SUMMARY

This article describes the actions which are entered in the users audit log. The audit log is a log file detailing various events related to a mailbox. It is designed for users to quickly see recent activity on their mailbox. The audit log is accessible for users under the webmail client, and this can be enabled or disabled by the administrator.

Enabling the audit log is done through the administration program. Expand the Servers branch, right click the localhost icon and select Properties from the popup menu. Click the Auditing tab and you can enable the event auditing.

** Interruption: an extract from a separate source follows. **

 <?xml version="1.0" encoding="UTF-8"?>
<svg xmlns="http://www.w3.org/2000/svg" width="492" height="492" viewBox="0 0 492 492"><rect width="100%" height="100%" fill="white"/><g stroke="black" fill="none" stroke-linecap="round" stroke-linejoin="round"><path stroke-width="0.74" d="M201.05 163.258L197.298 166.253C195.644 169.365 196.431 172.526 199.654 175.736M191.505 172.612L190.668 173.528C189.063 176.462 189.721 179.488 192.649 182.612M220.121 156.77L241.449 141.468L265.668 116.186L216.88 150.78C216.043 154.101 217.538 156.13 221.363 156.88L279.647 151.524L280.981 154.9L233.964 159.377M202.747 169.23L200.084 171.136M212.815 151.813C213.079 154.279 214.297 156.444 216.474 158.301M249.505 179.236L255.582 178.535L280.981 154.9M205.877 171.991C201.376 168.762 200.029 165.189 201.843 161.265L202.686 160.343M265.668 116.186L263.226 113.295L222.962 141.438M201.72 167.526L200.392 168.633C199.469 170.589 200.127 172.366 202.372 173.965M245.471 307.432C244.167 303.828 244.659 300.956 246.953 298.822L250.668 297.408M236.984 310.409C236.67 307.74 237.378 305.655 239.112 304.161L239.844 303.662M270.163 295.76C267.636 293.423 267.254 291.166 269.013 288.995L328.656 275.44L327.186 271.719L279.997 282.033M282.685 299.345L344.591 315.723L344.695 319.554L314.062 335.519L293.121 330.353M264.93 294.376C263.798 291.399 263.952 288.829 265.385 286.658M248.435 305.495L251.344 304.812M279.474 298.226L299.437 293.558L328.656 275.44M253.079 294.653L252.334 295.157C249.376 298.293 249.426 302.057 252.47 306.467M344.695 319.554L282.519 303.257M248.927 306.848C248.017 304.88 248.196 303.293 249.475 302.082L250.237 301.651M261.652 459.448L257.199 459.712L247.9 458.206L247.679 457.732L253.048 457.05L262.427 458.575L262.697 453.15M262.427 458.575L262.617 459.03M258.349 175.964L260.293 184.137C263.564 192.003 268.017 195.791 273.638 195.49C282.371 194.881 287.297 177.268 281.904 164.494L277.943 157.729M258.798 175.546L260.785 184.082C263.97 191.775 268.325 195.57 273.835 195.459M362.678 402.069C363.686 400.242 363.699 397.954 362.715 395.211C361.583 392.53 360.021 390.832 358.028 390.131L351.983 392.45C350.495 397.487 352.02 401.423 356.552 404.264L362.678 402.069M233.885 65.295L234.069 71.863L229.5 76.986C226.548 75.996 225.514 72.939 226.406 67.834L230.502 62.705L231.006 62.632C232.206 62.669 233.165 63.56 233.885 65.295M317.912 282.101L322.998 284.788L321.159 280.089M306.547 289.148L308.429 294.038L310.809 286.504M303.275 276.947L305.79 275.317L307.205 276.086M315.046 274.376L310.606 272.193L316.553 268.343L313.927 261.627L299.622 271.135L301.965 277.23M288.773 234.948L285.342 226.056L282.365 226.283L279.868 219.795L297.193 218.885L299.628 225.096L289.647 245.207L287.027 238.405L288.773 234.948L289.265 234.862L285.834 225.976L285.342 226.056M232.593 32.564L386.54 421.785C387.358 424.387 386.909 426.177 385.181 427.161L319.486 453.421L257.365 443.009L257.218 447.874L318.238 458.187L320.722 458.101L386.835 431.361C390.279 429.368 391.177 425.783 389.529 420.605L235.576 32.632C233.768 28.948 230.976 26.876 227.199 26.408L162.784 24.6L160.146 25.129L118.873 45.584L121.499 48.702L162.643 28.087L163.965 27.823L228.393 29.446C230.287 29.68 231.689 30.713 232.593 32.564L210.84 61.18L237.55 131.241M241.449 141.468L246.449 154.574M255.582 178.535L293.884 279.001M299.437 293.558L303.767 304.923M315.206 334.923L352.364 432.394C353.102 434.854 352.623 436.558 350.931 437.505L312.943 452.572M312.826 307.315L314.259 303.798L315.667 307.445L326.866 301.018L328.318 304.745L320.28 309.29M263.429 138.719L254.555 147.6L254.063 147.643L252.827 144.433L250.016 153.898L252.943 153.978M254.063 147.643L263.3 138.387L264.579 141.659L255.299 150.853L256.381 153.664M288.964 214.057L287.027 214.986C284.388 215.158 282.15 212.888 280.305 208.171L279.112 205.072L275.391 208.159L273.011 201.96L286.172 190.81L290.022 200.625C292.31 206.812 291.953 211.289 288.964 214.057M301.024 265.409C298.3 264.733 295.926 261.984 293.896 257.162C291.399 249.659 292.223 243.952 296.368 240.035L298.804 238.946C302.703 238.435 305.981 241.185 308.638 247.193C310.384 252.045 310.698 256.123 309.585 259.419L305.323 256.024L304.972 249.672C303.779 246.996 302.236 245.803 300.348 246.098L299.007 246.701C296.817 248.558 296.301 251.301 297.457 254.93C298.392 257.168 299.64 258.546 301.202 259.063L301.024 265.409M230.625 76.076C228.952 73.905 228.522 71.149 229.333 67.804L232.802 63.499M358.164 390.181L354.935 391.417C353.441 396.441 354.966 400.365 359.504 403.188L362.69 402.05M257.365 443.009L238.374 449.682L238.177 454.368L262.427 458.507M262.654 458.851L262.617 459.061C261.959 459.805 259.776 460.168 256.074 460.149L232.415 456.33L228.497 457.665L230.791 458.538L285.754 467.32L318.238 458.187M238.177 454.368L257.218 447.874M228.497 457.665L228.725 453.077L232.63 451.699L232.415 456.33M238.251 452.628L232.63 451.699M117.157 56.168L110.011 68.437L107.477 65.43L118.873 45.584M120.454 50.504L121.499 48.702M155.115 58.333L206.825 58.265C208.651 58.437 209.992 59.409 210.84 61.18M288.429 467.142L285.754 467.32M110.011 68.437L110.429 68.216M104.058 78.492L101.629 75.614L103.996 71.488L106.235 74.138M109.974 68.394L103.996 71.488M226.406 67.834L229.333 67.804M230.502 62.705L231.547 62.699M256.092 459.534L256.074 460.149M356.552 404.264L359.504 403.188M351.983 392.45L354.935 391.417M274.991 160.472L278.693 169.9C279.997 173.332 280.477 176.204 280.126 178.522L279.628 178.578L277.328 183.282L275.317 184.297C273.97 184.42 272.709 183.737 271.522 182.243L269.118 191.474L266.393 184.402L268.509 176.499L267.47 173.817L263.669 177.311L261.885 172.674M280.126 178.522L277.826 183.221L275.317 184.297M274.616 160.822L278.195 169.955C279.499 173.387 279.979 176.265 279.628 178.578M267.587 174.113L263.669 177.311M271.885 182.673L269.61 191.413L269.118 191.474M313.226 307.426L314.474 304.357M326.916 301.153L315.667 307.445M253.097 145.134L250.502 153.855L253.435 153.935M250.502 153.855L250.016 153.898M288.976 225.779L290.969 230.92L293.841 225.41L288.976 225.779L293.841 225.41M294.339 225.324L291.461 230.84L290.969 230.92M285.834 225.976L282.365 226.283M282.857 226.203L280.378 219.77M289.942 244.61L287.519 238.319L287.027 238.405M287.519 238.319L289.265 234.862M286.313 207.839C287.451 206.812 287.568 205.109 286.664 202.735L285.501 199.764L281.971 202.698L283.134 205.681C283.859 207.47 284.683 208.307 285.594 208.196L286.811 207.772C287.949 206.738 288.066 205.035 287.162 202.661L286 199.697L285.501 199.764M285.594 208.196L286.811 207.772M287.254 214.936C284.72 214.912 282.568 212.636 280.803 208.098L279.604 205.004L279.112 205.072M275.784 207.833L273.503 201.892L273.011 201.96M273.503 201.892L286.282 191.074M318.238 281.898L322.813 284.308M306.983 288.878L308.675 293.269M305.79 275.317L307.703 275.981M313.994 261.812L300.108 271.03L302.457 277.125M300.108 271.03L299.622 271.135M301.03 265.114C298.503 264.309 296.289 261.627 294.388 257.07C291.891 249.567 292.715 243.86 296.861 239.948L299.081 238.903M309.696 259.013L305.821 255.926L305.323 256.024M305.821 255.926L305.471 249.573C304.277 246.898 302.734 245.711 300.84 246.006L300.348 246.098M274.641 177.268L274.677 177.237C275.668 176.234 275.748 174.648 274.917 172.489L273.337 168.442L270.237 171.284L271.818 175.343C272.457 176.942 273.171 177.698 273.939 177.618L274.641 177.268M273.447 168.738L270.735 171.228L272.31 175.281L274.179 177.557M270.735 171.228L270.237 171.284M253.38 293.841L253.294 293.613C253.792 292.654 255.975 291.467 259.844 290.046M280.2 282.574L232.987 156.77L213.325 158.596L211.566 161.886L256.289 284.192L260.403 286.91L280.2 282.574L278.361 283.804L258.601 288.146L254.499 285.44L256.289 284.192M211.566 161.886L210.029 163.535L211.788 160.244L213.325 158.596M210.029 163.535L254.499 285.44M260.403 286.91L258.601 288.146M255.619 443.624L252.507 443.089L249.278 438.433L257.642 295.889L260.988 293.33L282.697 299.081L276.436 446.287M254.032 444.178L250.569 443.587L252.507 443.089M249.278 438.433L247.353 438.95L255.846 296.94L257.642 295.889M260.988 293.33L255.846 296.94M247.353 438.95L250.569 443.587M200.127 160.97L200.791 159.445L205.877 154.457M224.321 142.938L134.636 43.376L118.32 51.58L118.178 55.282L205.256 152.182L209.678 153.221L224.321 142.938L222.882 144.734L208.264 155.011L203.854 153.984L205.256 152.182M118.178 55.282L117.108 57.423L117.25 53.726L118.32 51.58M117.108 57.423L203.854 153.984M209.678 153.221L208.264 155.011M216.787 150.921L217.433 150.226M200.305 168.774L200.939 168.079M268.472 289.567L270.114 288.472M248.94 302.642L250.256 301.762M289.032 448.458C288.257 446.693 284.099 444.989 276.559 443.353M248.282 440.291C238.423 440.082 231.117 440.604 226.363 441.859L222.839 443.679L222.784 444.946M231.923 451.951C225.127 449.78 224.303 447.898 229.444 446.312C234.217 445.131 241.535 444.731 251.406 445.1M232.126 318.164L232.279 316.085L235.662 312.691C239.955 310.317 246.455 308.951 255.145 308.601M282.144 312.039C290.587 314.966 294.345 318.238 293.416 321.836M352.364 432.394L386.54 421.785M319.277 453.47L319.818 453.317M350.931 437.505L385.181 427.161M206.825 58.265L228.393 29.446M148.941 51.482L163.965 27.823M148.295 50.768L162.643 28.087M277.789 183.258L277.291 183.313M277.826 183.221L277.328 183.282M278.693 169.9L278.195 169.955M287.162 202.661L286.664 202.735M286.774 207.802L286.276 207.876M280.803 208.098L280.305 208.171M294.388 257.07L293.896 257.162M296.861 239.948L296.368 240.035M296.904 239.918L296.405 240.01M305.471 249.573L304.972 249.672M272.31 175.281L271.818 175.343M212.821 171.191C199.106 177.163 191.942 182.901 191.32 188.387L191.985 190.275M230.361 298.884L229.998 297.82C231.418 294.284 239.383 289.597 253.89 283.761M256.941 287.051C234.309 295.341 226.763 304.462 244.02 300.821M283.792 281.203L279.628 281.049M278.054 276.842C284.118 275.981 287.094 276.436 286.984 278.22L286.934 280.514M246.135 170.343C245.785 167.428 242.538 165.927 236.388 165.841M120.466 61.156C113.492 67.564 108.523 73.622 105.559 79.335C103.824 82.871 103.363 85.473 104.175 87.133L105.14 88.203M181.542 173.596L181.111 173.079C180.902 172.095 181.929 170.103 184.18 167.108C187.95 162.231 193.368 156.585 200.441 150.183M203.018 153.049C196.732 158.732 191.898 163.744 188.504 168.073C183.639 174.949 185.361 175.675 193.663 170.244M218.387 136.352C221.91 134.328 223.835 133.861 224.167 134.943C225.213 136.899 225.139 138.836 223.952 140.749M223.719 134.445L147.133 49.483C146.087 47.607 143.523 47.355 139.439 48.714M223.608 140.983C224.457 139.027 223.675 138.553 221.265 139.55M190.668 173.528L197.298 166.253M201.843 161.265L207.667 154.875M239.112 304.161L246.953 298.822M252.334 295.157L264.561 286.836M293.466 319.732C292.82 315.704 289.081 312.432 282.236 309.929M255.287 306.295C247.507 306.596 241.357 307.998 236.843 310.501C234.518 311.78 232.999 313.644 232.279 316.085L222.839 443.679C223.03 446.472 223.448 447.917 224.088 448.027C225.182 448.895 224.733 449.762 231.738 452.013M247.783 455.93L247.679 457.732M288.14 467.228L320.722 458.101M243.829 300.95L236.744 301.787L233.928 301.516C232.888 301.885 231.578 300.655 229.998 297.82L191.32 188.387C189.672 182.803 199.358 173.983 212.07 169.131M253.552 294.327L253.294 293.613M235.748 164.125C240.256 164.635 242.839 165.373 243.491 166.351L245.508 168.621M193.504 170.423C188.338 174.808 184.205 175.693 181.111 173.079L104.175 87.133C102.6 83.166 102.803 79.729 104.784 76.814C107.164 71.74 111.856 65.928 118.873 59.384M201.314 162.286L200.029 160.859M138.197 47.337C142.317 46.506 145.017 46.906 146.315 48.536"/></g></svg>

There are different levels of auditing, so you are able to vary the detail that gets logged. There are four levels of details that can get logged, these being lowest, low, normal and high. High level details are also added to the system messages. To change the level getting logged from the default the software offers, you change this Windows registry key:

[HKEY_LOCAL_MACHINE\SOFTWARE\Wow6432Node\Mail Enable\Mail Enable\Auditing]
"Level"=dword:00000005

By default the level is 5. Change to 1 to log all events, 3 to log from low to high, 5 to log from normal to high and 10 for just logging high. Some events can happen often, such as authentication, since some clients and protocols will continuously authenticate. The level of each item is indicated in the list of events below.

DETAIL

As well as viewing the audit log in webmail you can access the log files directly on the server. They are located in the path:

Mail Enable\Config\Audit\[postoffice]\[mailbox]\AUDIT-YYMMDD.log

The following actions are recorded (grouped under the relevant service):

General
When a mailbox is added (5 - if audit changes for mailboxes is enabled)
When a mailbox is removed (5 - if audit changes for mailboxes is enabled)
When a mailbox is edited (5 - if audit changes for mailboxes is enabled)

ActiveSync
When a message is sent (5)

IMAP
When a login succeeds (1)
When a login is made, but access to the service is denied (5 - only logged if abuse detection is on)
When a login failed (5 - only logged if abuse detection is on)
When a folder is deleted (5)
When messages marked for deletion in a folder are "expunged" (5)
When a folder is renamed (5)

Webmail
When a message is sent (5)
When a login succeeds (1)
When a login is denied due to region (5)
When messages are deleted (5)
When messages are archived (5)
When calendar items are deleted (5)
When contact items are deleted (5)
When tasks are deleted (5)

POP Retrieval
When the login to a remote POP service fails (5)
When messages are retrieved from a remote POP service (5)

Management service
When old messages in Deleted Items folder are purged (5)
When old messages in Inbox folder are purged (5)
When old messages in Sent Items folder are purged (5)
When old messages in Junk E-mail folder are purged (5)

Postoffice connector
When a message being delivered puts user over quota (5)
When a message being delivered is detected as spam (5)
When a message being delivered was deleted due to mailbox rules (5)
When a message being delivered was deleted due delivery event (5)
When a message being delivered was deleted due mailbox spam rules (5)
When a message was delivered to a mailbox folder (5)

SMTP
When a message is sent by authorised user (5)
When a message is rejected because the sender has been blacklisted (5)
When a user has sent too many message per hour (10)

CHANGING LOG RETENTION 

By default there will be 5 days of audit logs kept for each mailbox. It is possible to extend this time by editing the following registry key. The registry key is in minutes.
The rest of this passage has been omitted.